Well-targeted immigration policies provide a unique opportunity for the United States to remedy shortages in the labor market, as well as grow the economy. The medical field is one such area facing labor shortages, and allowing more foreign medical professionals to work in the United States offers a practical solution. Expanding entrepreneurship and job creation are ideas lawmakers frequently tout, and expanding high-skill immigration provides an effective avenue for lawmakers to achieve both.
Particularly with respect to physicians and nurses, the United States faces a massive shortage of medical professionals. This trend is likely to worsen as the U.S. population continues to age and the demand for medical services rises. By increasing the number of foreign medical professionals authorized to work in the United States, stresses on the existing medical workforce can be reduced.

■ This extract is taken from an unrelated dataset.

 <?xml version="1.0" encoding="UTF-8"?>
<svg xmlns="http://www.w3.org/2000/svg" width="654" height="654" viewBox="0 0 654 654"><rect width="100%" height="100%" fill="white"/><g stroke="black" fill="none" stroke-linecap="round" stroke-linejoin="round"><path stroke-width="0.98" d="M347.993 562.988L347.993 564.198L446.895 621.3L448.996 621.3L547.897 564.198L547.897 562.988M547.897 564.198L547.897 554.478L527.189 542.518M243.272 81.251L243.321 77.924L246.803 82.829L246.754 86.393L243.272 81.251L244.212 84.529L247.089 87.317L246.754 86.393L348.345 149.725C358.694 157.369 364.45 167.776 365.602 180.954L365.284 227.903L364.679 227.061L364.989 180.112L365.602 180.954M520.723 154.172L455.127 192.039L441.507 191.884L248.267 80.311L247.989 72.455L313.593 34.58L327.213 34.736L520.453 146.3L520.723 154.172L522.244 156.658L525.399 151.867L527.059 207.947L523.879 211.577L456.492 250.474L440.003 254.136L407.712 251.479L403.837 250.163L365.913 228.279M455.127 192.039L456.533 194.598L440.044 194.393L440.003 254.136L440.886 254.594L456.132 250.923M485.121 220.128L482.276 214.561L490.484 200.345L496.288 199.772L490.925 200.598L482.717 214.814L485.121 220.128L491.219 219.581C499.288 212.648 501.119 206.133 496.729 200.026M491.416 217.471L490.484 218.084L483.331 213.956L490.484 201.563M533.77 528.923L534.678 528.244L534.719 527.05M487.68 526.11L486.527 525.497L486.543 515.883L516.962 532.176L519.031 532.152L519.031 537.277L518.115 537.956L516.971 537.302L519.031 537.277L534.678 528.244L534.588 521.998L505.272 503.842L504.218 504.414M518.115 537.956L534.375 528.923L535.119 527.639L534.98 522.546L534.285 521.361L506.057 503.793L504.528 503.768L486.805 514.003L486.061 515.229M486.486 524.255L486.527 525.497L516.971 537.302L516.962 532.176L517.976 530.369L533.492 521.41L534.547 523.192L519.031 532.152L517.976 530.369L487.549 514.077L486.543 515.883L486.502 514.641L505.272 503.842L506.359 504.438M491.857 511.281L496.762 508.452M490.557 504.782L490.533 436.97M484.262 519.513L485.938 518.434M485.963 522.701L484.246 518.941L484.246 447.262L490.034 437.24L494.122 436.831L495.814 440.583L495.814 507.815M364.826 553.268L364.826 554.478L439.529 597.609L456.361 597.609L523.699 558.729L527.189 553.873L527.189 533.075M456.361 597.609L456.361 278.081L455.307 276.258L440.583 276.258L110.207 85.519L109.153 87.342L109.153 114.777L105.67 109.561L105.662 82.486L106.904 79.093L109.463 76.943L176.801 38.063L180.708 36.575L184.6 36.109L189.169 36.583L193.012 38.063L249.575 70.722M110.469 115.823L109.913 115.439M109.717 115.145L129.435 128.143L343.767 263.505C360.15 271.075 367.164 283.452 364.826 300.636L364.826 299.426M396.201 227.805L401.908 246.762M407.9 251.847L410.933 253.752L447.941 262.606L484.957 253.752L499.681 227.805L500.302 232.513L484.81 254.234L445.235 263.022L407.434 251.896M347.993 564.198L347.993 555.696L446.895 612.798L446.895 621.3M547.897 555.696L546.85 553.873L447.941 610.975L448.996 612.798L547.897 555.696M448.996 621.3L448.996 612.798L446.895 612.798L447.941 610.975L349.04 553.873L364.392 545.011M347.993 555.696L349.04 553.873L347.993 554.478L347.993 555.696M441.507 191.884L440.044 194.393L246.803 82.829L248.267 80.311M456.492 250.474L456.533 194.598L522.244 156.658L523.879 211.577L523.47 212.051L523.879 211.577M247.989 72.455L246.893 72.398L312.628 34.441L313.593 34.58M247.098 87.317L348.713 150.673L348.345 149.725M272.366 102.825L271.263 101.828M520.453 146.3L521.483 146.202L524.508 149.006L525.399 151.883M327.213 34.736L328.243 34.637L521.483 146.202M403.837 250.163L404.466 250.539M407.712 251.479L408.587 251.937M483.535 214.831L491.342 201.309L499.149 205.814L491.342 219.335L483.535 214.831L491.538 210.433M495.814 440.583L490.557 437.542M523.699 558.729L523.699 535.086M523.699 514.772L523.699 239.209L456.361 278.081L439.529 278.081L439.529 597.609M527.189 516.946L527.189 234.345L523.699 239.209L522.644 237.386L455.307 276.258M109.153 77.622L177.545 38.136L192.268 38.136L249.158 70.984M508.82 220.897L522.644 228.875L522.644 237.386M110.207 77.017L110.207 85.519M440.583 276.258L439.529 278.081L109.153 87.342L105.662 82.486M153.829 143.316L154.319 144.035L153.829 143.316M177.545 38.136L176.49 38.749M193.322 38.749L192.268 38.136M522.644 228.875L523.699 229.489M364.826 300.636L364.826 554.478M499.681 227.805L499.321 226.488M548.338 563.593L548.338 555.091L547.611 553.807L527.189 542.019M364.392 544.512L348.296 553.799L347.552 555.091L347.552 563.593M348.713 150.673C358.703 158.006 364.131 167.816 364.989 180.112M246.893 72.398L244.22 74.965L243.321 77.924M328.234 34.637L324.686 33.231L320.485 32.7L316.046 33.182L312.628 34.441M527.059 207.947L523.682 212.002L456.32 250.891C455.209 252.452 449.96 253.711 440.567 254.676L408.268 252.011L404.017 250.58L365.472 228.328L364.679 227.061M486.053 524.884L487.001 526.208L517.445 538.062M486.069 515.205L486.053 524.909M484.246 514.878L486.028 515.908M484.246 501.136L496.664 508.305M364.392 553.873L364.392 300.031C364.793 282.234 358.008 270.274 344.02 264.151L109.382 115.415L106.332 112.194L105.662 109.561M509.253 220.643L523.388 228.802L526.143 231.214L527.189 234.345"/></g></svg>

There are currently two visas available to qualified medical professionals, the H-1B and the J-1. Despite being branded as a “tech visa,” a wide variety of professionals utilize the H-1B program, as I have previously written. In FY 2016, over 14,000 medical and health professionals were authorized to work using H-1B visas, including over 7,000 physicians and surgeons. A recent study from George Mason University found that 28 percent of U.S. physicians and surgeons were foreign-born, along with 15 percent of registered nurses. A 2013 study by the National Foundation for American Policy found that 42 percent of cancer researchers at the top seven cancer research centers in the United States were foreign-born. These professionals help provide vital services to patients throughout the United States, including in rural and underserved areas.
Unfortunately for American healthcare consumers, the number of foreign medical professionals who can be admitted annually to the United States is limited by the statutory cap on H-1B visas (not all of which are issued to medical professionals) of 65,000, plus an additional 20,000 visas reserved for individuals with advanced degrees. Greatly expanding the number of H-1B visas made available each year would help ease the strain on the existing medical workforce by allowing for the entry of more medical professionals. Legislative proposals like Utah Sen. Orrin Hatch’s I-Squared Act, which would double or even triple the number of H-1B visas made available each year, would help achieve this objective.
The other way foreign medical professionals can enter the United States is through the J-1 exchange visa physician program. This program allows foreign medical students to study at participating medical schools in the United States. In 2016, over 2,600 medical students participated in the J-1 program. J-1 visa holders are also eligible to apply for programs like Conrad 30, which serves rural and underserved health care systems. Normally, J-1 visa holders must return to their home country for at least two years after completing their course of study. The Conrad waiver allows them to stay longer, as well as apply for permanent immigration benefits. As the Niskanen Center’s Kristie De Peña has written, making programs like Conrad 30 permanent would help combat health care shortages and make the J-1 physician program an even more attractive option for foreign medical students.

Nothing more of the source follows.